The vast majority of SANs are not limited by network performance
- DIsclosure NetApp Employee Opinions Are My Own -
1. The network hasn't been a bottleneck to storage for a very long time, unless a moron designed your SAN, or you are really cheap about your SAN switch gear.
2. most SAN's I've checked use about 5% of the available bandwidth. Even for what are considered "enterprise class disk arrays" 100,000 IOPS at 1ms response time and 8K blocks and you're looking at approximately 781 MiB/sec. A single 10GB ethernet connection can handle that with ease. All Flash arrays with "1 meeeelion" IOPS might require around 8 of them.
2. The additional latency incurred by a modern network is currently measured in microseconds, this does make a difference in high frequency trading and some fraud detection systems, it also makes a difference in raw sequential throughput for HPC applications.
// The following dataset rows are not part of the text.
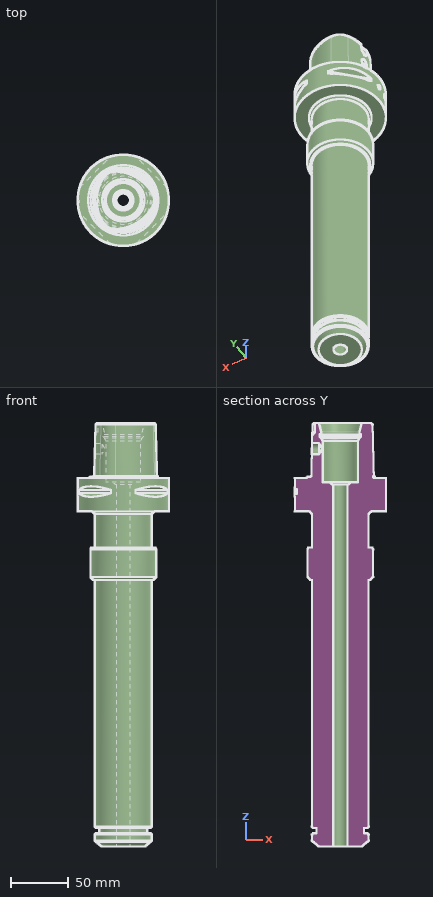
import cadquery as cq
import math

total_height = 370.0

body_radius = 50.0 / 2
body_bottom = 16.3
edge_chamfer = 1.0
collar_radius = 29.0
collar_bottom = 232.7
collar_top = 261.2
collar_lower_width = 2.5
collar_upper_rise = 2.0
collar_upper_width = 0.7

groove_radius = 21.0
disc_top = 12.0
disc_bottom = 4.0
foot_top_radius = 23.5
foot_bottom_radius = 19.0

flange_radius = 40.0
flange_bottom = 292.5
flange_top = 322.0
neck_relief_radius = 27.5
neck_relief_depth = 2.2
seat_radius = 30.7
seat_top_radius = 28.5
seat_height = 1.0

lobe_count = 3
shank_base_radius = 55.0 / 2
shank_tip_radius = 53.0 / 2
lobe_height = 2.0
lobe_half_angle = 28.0
shank_edge_chamfer = 1.5
shank_root_flare = 0.7

mouth_radius = 18.5
mouth_depth = 8.0
lip_radius = 33.0 / 2
lip_depth = 10.0
grip_groove_radius = 17.8
grip_groove_depth = 12.0
lead_in_depth = 16.0
inner_bore_radius = 15.0
inner_bore_depth = 51.8
coolant_mouth_radius = 9.0
coolant_step_radius = 7.0
coolant_radius = 6.0

dimple_radius = 9.2 / 2
dimple_point_angle = 118.0
dimple_z = 347.5
dimple_depth = 6.3
notch_radius = 5.5
notch_point_angle = 90.0
notch_bite = 2.2
notch_depth = 8.0

slot_angles = (45, 135, 225, 315)
slot_z = 310.0
slot_floor_distance = 34.8
slot_floor_height = 2.5
slot_mouth_height = 9.2
flange_hole_radius = 2.05
flange_hole_depth = 2.0


def turned_body():
    """Everything below the shank, as one half profile turned about Z."""
    outline = [
        (0, 0),
        (foot_bottom_radius, 0),
        (foot_top_radius, disc_bottom),
        (body_radius - edge_chamfer, disc_bottom),
        (body_radius, disc_bottom + edge_chamfer),
        (body_radius, disc_top - edge_chamfer),
        (body_radius - edge_chamfer, disc_top),
        (groove_radius, disc_top),
        (groove_radius, body_bottom),
        (body_radius - edge_chamfer, body_bottom),
        (body_radius, body_bottom + edge_chamfer),
        (body_radius, collar_bottom),
        (collar_radius - collar_lower_width, collar_bottom),
        (collar_radius, collar_bottom + collar_lower_width),
        (collar_radius, collar_top - collar_upper_rise),
        (collar_radius - collar_upper_width, collar_top),
        (body_radius, collar_top),
        (body_radius, flange_bottom - neck_relief_depth),
        (neck_relief_radius, flange_bottom),
        (flange_radius, flange_bottom),
        (flange_radius, flange_top),
        (seat_radius, flange_top),
        (seat_top_radius, flange_top + seat_height),
        (0, flange_top + seat_height),
    ]
    return cq.Workplane("XZ").polyline(outline).close().revolve(360, (0, 0, 0), (0, 1, 0))


def shank_point(mean_radius, angle):
    """Point of the lobed curve whose tangent distance is mean_radius + lobe_height * cos(3 * angle)."""
    reach = mean_radius + lobe_height * math.cos(lobe_count * angle)
    slide = -lobe_count * lobe_height * math.sin(lobe_count * angle)
    x = reach * math.cos(angle) - slide * math.sin(angle)
    y = reach * math.sin(angle) + slide * math.cos(angle)
    return x, y


def shank_wire(mean_radius, z):
    """Closed lobed outline, split where each lobe meets a flank."""
    points_per_stretch = 9
    pitch = 360 / lobe_count
    edges = []
    for lobe in range(lobe_count):
        middle = lobe * pitch
        breaks = [middle - lobe_half_angle, middle + lobe_half_angle, middle + pitch - lobe_half_angle]
        for start, end in zip(breaks, breaks[1:]):
            step = (end - start) / (points_per_stretch - 1)
            angles = [math.radians(start + step * i) for i in range(points_per_stretch)]
            points = [cq.Vector(*shank_point(mean_radius, angle), z) for angle in angles]
            edges.append(cq.Edge.makeSpline(points))
    return cq.Wire.assembleEdges(edges)


def polygon_shank():
    """Tapered shank with a flared root and a bevelled tip."""
    seat_top = flange_top + seat_height
    sections = [
        shank_wire(shank_base_radius + shank_root_flare, seat_top),
        shank_wire(shank_base_radius, seat_top + shank_root_flare),
        shank_wire(shank_tip_radius, total_height - shank_edge_chamfer),
        shank_wire(shank_tip_radius - shank_edge_chamfer, total_height),
    ]
    return cq.Workplane(obj=cq.Solid.makeLoft(sections, True))


def bore():
    groove_floor = total_height - grip_groove_depth
    floor = total_height - inner_bore_depth
    step = floor - (coolant_mouth_radius - coolant_step_radius)
    outline = [
        (0, 0),
        (coolant_radius, 0),
        (coolant_radius, step),
        (coolant_step_radius, step),
        (coolant_mouth_radius, floor),
        (inner_bore_radius, floor),
        (inner_bore_radius, total_height - lead_in_depth),
        (lip_radius, groove_floor - (grip_groove_radius - lip_radius)),
        (grip_groove_radius, groove_floor),
        (grip_groove_radius, total_height - lip_depth),
        (lip_radius, total_height - lip_depth),
        (lip_radius, total_height - mouth_depth),
        (mouth_radius, total_height),
        (0, total_height),
    ]
    return cq.Workplane("XZ").polyline(outline).close().revolve(360, (0, 0, 0), (0, 1, 0))


def drilling(start, direction, radius, depth, point_angle):
    """Drilled hole with straight sides down to the given depth and a conical end beyond it."""
    point_length = radius / math.tan(math.radians(point_angle / 2))
    barrel = cq.Solid.makeCylinder(radius, depth, start, direction)
    point = cq.Solid.makeCone(radius, 0, point_length, start + direction * depth, direction)
    return cq.Workplane(obj=barrel).union(cq.Workplane(obj=point))


def flank_dimple():
    height_share = (dimple_z - flange_top) / (total_height - flange_top)
    mean_radius = shank_base_radius + height_share * (shank_tip_radius - shank_base_radius)
    flank_x, _ = shank_point(mean_radius, math.pi)
    start = cq.Vector(flank_x, 0, dimple_z)
    return drilling(start, cq.Vector(1, 0, 0), dimple_radius, dimple_depth, dimple_point_angle)


def index_notch():
    flank_x, _ = shank_point(shank_tip_radius, math.pi)
    start = cq.Vector(flank_x + notch_bite - notch_radius, 0, total_height)
    return drilling(start, cq.Vector(0, 0, -1), notch_radius, notch_depth, notch_point_angle)


def gripper_slot(angle):
    """Straight trapezoidal slot, flaring outwards, across the flange rim."""
    section = [
        (slot_floor_distance, -slot_floor_height / 2),
        (flange_radius, -slot_mouth_height / 2),
        (flange_radius, slot_mouth_height / 2),
        (slot_floor_distance, slot_floor_height / 2),
    ]
    slot = cq.Workplane("XZ").polyline(section).close().extrude(flange_radius, both=True)
    return slot.translate((0, 0, slot_z)).rotate((0, 0, 0), (0, 0, 1), angle)


def flange_hole():
    base = cq.Vector(-flange_radius, 0, slot_z)
    hole = cq.Solid.makeCylinder(flange_hole_radius, flange_hole_depth, base, cq.Vector(1, 0, 0))
    return cq.Workplane(obj=hole)


result = turned_body().union(polygon_shank()).cut(bore())
result = result.cut(flank_dimple()).cut(index_notch()).cut(flange_hole())
for slot_angle in slot_angles:
    result = result.cut(gripper_slot(slot_angle))

These are currently edge cases in the "second platform" which is likely to be the vast majority of IT spend for the next decade or so,
3. Extending PCi as a network ... that was what infiniband was designed to do, in some respects, PCi is just a cheap and nasty local only version of infiniband. Personally I've been a fan of RDMA technologies for about 10 years, and RoCEE also looks pretty good.
4. Any of these "Server SAN's require a fast well designed east-west "Server Area Network" .. which was what a "SAN" was before it became a "Storage Area Network" .. ie. you're still accessing data over the network for any "non-local" data.
Having said that there is some merit to using local, ultra-low latency well designed east-west server network, but overcoming the "IO Bound SANs" is not one of them. If you want to pull a server area network to aggregate the CPU and storage class memory resources of multiple disparate computing resources into something that looks like one large physical resource, then its all good, but for the most part, servers, storage and networking all have independent scaling requirements and keeping them separate still makes economic sense provided you have effective ways of dealing with the additional complexity.